Patients and Methods: Clinical data was obtained from all SCT recipients at the University Hospital of Cologne between May 2007 and November 2008 undergoing therapeutic drug monitoring (TDM) of serum concentrations of prophylactic posaconazole. Posaconazole concentrations were determined by high-performance liquid chromatography. We developed a population pharmacokinetic model using nonlinear mixed effect modeling (NONMEM). The list of tested covariates included age, body weight, body height, gender, posaconazole dose, race, co-administration of antineoplastic chemotherapy, day of stem cell transplantation, concomitant ranitidine, pantoprazole, cyclosporine or tacrolimus administration, coincident fever, diarrhoea and GT plasma activity.

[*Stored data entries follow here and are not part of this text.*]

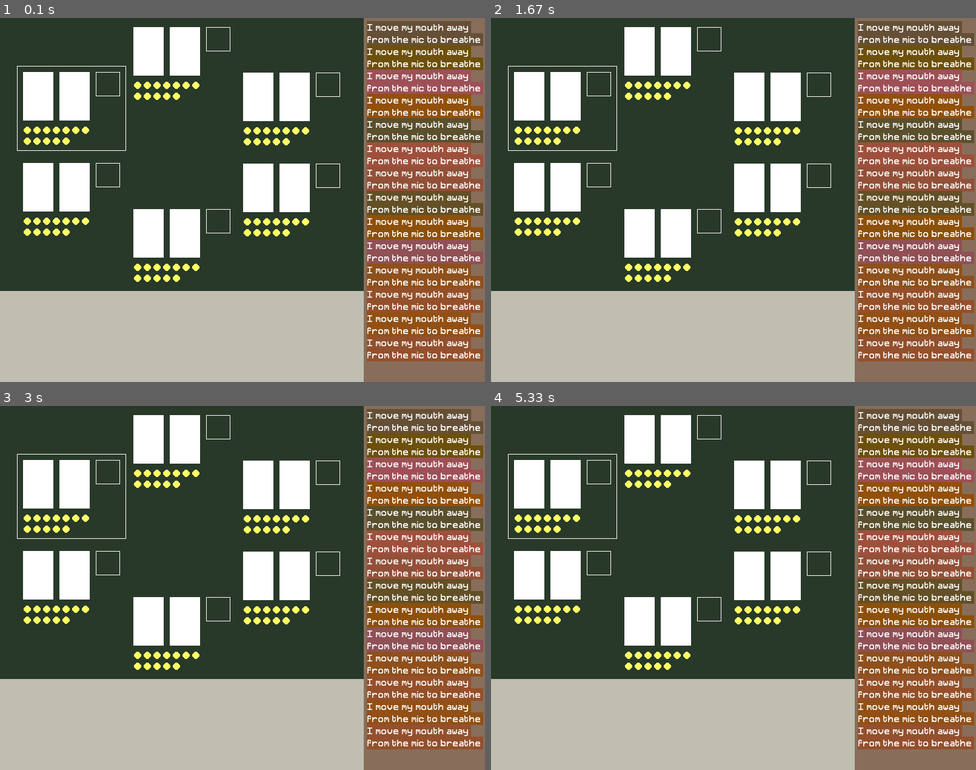
Above: before the commit, frames 1-4 (two rows, left to right).
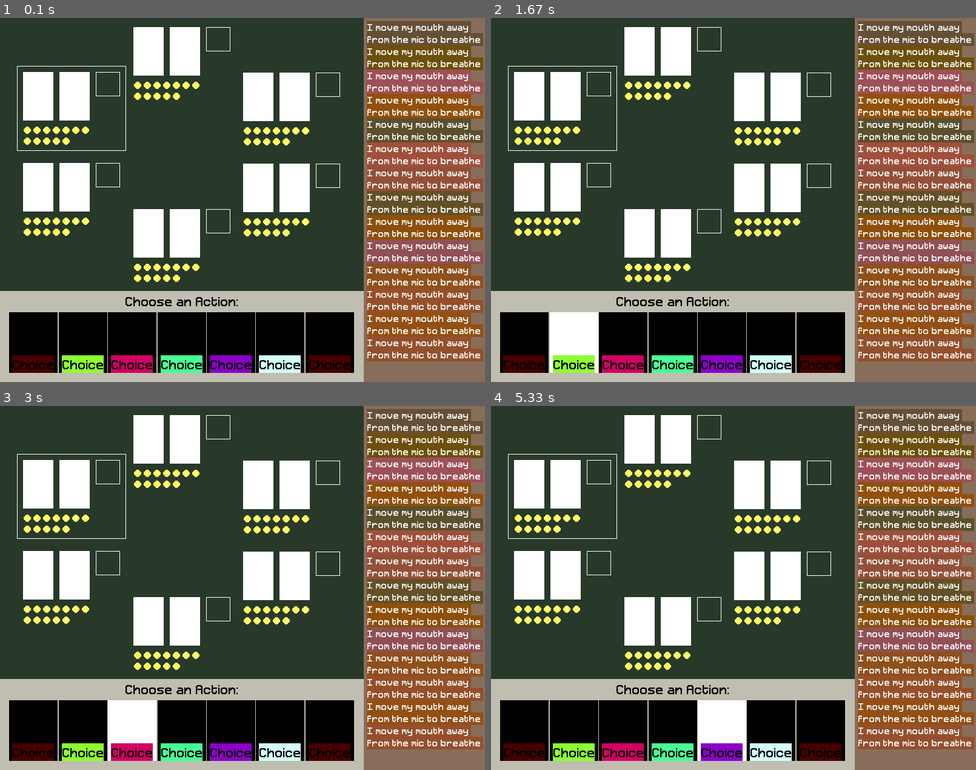
Above: after the commit, the same moments.

Repository: tmiltonj/depose
Game: pygame game, started from depose/pygame_view.py
The game is run twice, just before and just after one commit, with the same random seed, the same clock (stepped at 60 frames per second) and the same inputs.
Inputs (mouse positions are in pixels of both pictures, inside the frame that each line leads up to):
- Up to frame 1 (0.1 s): no input
- Up to frame 2 (1.67 s): click (524, 341) at 0.38 s; click (733, 221) at 0.72 s; click (573, 341) at 1.55 s
- Up to frame 3 (3 s): click (252, 464) at 1.88 s; click (130, 729) at 2.72 s
- Up to frame 4 (5.33 s): click (665, 511) at 3.05 s; click (675, 729) at 3.88 s; click (835, 522) at 4.22 s; click (723, 729) at 5.05 s

The runs differ from the first frame. In frame 1, 12% of the frame differs, in the area x 1-73%, y 76-98%; in frame 2, 12%; in frame 3, 12%; in frame 4, 12%.

Commit message:
Added user input bar

Diff:
--- a/depose/pygame_view.py
+++ b/depose/pygame_view.py
@@ -67,7 +67,6 @@
     def log(self, message, color=bg_color):
         line = ''
         for word in message.split(' '):
-            print(word)
             if (line == '') or (len(line) + len(word) < Sidebar.line_length):
                 line += word + ' '
             else:
@@ -83,6 +82,69 @@
             sidebar.blit(render, (5, 5 + line * 20))
 
         surface.blit(sidebar, (0, 0))
+
+class InputBox:
+    width = 600
+    height = 150
+    bg_color = action_bg
+
+    class Option:
+        width = 80
+        height = 100
+
+        def __init__(self, label, color=(255, 0, 0), image=None):
+            self.label = label
+            self.color = color
+            self.image = image
+
+        def render(self, x, y):
+            width = InputBox.Option.width
+            height = InputBox.Option.height
+            surface = pygame.Surface((width, height))
+            if pygame.Rect(x, y, width, height).collidepoint(pygame.mouse.get_pos()):
+                surface.fill((255, 255, 255))
+            else:
+                surface.fill((0, 0, 0))
+
+
+            font = pygame.freetype.Font('Retron2000.ttf', size=20)
+            font.pad = True
+            label_render, label_rect = font.render(self.label, bgcolor=self.color)
+            surface.blit(label_render, (InputBox.Option.width / 2 - label_rect.width / 2, 100 - label_rect.height))
+
+            return surface
+
+    def __init__(self):
+        self.active = False
+        self.font = pygame.freetype.Font('Retron2000.ttf', size=20)
+        self.options = []
+
+    def show_menu(self, prompt, options):
+        self.active = True
+        self.options = options
+        self.render, _ = self.font.render(prompt, fgcolor=(0, 0, 0))
+
+    def draw(self, surface):
+        if not self.active:
+            return
+
+        inputbox = pygame.Surface((InputBox.width, InputBox.height))
+        inputbox.fill(InputBox.bg_color)
+
+        # Show prompt
+        inputbox.blit(self.render, ((inputbox.get_width() / 2) - (self.render.get_width() / 2), 10))
+
+        # Show options
+        num_options = 7
+        for ii in range(num_options):
+            option = InputBox.Option('Choice', ((ii % 3 + 1) * 70, ii % 2 * 255, ii % 6 * 50))
+
+            box_width = 570 / num_options
+            x_pos = 15 + box_width * ii + (box_width / 2)
+            #pygame.draw.rect(inputbox, (0, 0, 0), pygame.Rect(x_pos - 40, 35, 80, 100), 1)
+            inputbox.blit(option.render(x_pos - 40, 450 + 35), (x_pos - 40, 35))
+
+        surface.blit(inputbox, (0, 0))
 
 
 # Main canvas
@@ -120,6 +182,10 @@
         y_draw = y + y_dist * math.cos(ii * angle)
         PlayerCard.draw(surface, player, x_draw, y_draw, active=(ii == 4))
 
+# Test InputBox
+box = InputBox()
+box.show_menu("Choose an Action:", [])
+
 running = True
 while running:
     for event in pygame.event.get():
@@ -134,7 +200,7 @@
 
     draw_player_cards(['a', 'b', 'c', 'd', 'e', 'f'], table, table_w / 2, table_h / 2)
     bar.draw(sidebar)
-    #draw_player_cards(['a', 'b', 'c', 'd', 'e'], table, table_w / 2, table_h / 2)
+    box.draw(action)
 
     # Draw views to main canvas
     screen.blit(table, (0, 0))

Results: A total of 149 serum concentrations of posaconazole from 32 patients were obtained. A one-compartment model with first order absorption and elimination as the basic structural model appropriately described the data, with an apparent clearance of 75.8 L/h (95 % CI 65.2-86.4 L/h) and an apparent volume of distribution of 835 L (95 % CI 559-1111 L). Among the covariates tested, significant effects were found for age (decrease of volume of distribution by 123 L per year of age) and for presence of diarrhoea (59 % loss of bioavailability).

Conclusion: A basis for prediction of mean posaconazole concentrations in allogeneic SCT recipients with haematological malignancies is provided for a given dose. Corresponding adjustments of the starting dose according to presence of diarrhoea and to age appear justified before TDM results are available.